The technology that links taxonomy and Star Trek

  • CapnSoggy

    You are all much too popular to be upper-level nerds.

    #10 ILL LICH is right, no friends = no incoming mail (since your spectacularly effective spam-filter eliminates all the junk).

  • TEKNA2007

    Oh man I’ll never get this one.

    Well – I can always hope for a hard drive crash.

  • Manooshi

    I’m digging these nerd merit badges. Curious what other type of nerd achievements will be honored…

  • gpeare

    All Hail Bit Literacy! Cannot recommend Mark Hurst’s techniques more highly. The Zero Inbox is a cornerstone.

  • Roy Trumbull

    The Order of the Torn Pocket Protector should be next.
    Then there should be colors across a bar each indicating languages the wearer can code.
    “Will code HTML for Food” is good.

  • Keneke

    The reason I like these badges more than the scientist scout ones is that you can actually BUY these…

  • Clayton Hove

    Beats the bugling badge.

  • Rlangg

    Have you seen the badges “awarded” for a woman’s lifetime achievments? Very clever, I thought.

    http://www.maryyaeger.com/posterdescr.html

  • jpixl

    I could only honestly wear on that says “Inbox != 0″

  • noen

    What? Do you mean you’re not supposed to have 200 unanswered e-mails in your inbox?

  • Nylund

    I achieve zero unread messages by the end of every day, if not zero messages (read or unread), but I’m pretty OCD about it. I have complete faith that with enough filters anyone can achieve this. It takes me about 50 filters in gmail for m to achieve inbox nirvana and people with crazier online lives than me might require more.

    If you regularly don’t read email with certain common attributes, why even have them show up in your inbox at all? The thought of regularly having things show up in my inbox that you know you will never read seems entirely pointless and avoidable.

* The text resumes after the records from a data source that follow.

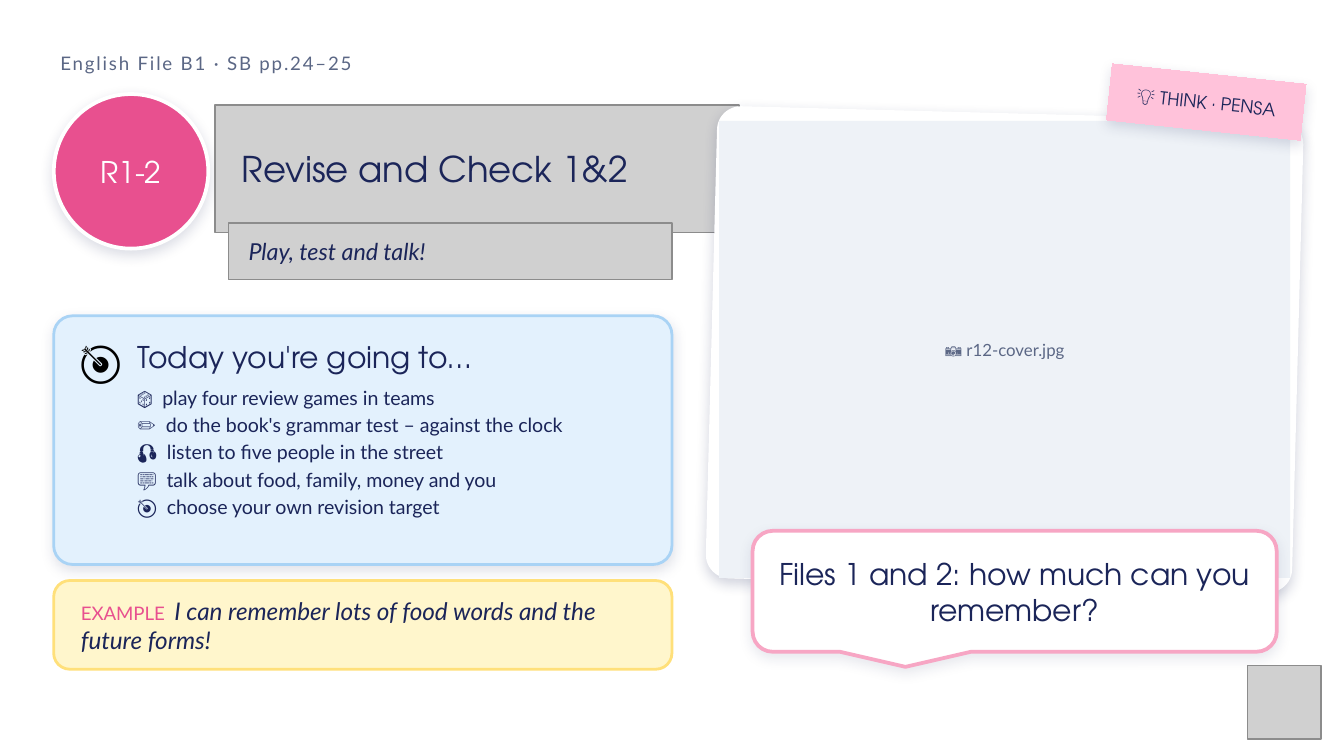
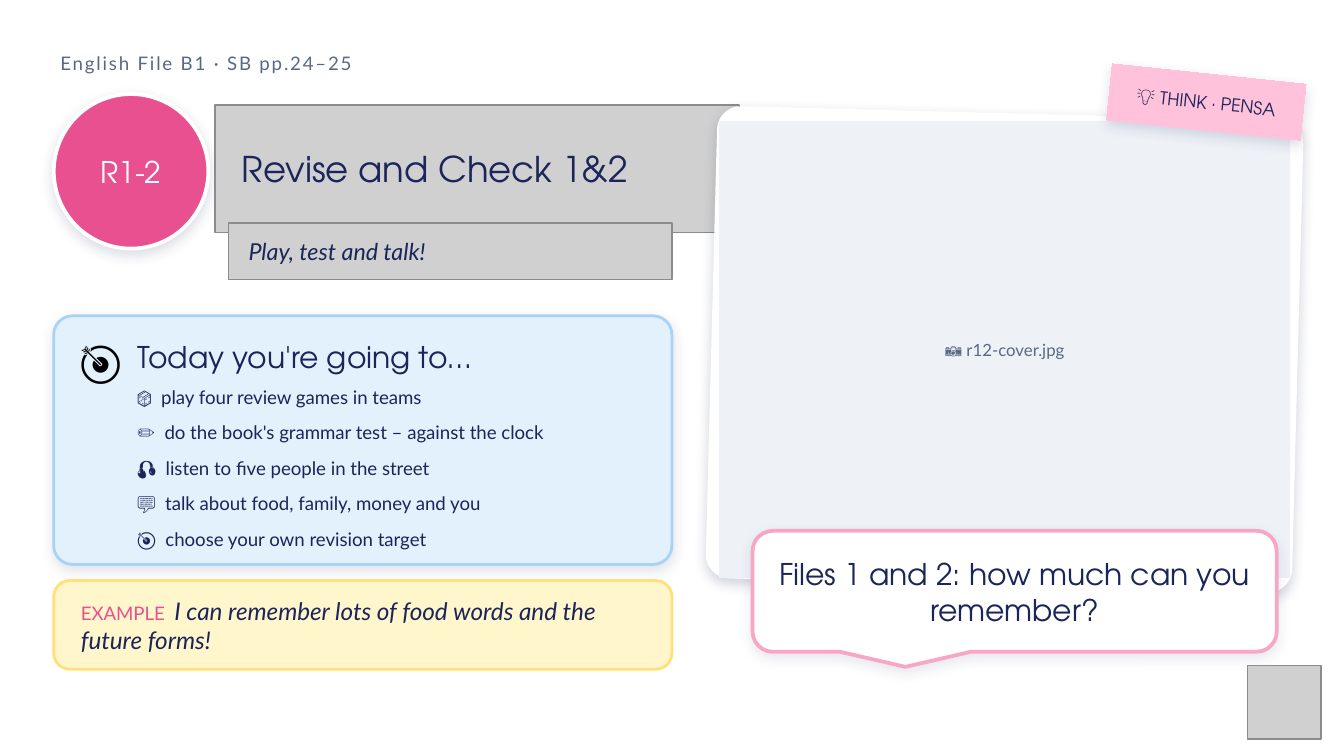
Before and after one commit to londonlanguageschool/Bagheria-, a slide deck: slide 1 of materials/B1/B1_R1-2_Revise_and_Check_1-2.pptx. Drawn at 1344x756 pixels with LibreOffice and Linux fonts; fonts in the diff are those of the drawing; grey boxes stand for pictures; background and template pictures are left out. Boxes give left, top, right and bottom in pixels: in the first picture for what was removed or moved away, otherwise in the second. Text is boxed around its words. In the diff, an @@ line names an element or a change of style, - is before the commit and + after.

```diff
--- a/materials/B1/B1_R1-2_Revise_and_Check_1-2.pptx
+++ b/materials/B1/B1_R1-2_Revise_and_Check_1-2.pptx
@@ text "🎲 play four review games ..." at (x1=161, y1=390, x2=543, y2=550): size 10.5 to 10 pt; more space between paragraphs @@
```
Also in this commit, not shown: 11 other slides changed, 28 other files.

    If your inbox is limited to the emails that you actually want to read, you will read them all. If they regularly go unread, then obviously you don’t actually want or need to read them.

  • zeinin

    I don’t get the point of having an inbox 0… with mail apps that allow instant searching, it makes more sense to retain every piece of mail that you have ever received.

  • Queue

    @zeinin I think the point of having inbox 0 is not that everything has been deleted but rather that is has been dealt with (and in the case of Gmail as you seem to be suggesting, archived). It is rather peaceful to have a clear inbox rather than a near infinite pile of read emails that don’t need to be in your face anymore even though you can still query it to your heart’s content.

  • mccrum

    @ZEININ

    For me it’s about wanting to clean out said inbox and organize it. Do I really need every Amazon notification? No, but I need it for a week until the box gets here. That can get deleted! Do I need every e-mail from the wife? No, but I better just store it in her own folder so I don’t get yelled at later. Now I don’t search the entire inbox, I search one folder, making it faster and quicker to get what I’m looking for.

    Expediency, streamling and using my time better is what Inbox 0 is about for me. That and getting rid of the digital flotsam that piles up in my life.

  • rsk

    Ah. Only 27,348 messages to go (some of which date back twenty years). If only I manage to outlive everyone, then I can evade this.

  • ill lich

    There are plenty of nerds who experience this on a daily basis. . . because they don’t have any friends to send them emails.

  • tikaro

    Hot damn, Boing-ed again! Thanks, Mark!

    Hmm, having a project mentioned on BoingBoing gives me such an awesome, proud feeling. If only there were some way of commemorating the occasion of getting mentioned on the Big Blog. Something I could, I dunno, wear…

  • steeef

    I used to have tons of filters to keep regular messages from flooding my inbox (being a sysadmin, there’s a lot of status updates), but I realized I never actually read them. Now I let them hit my inbox first so I can review them, verify there’s no action I need to take, and archive them.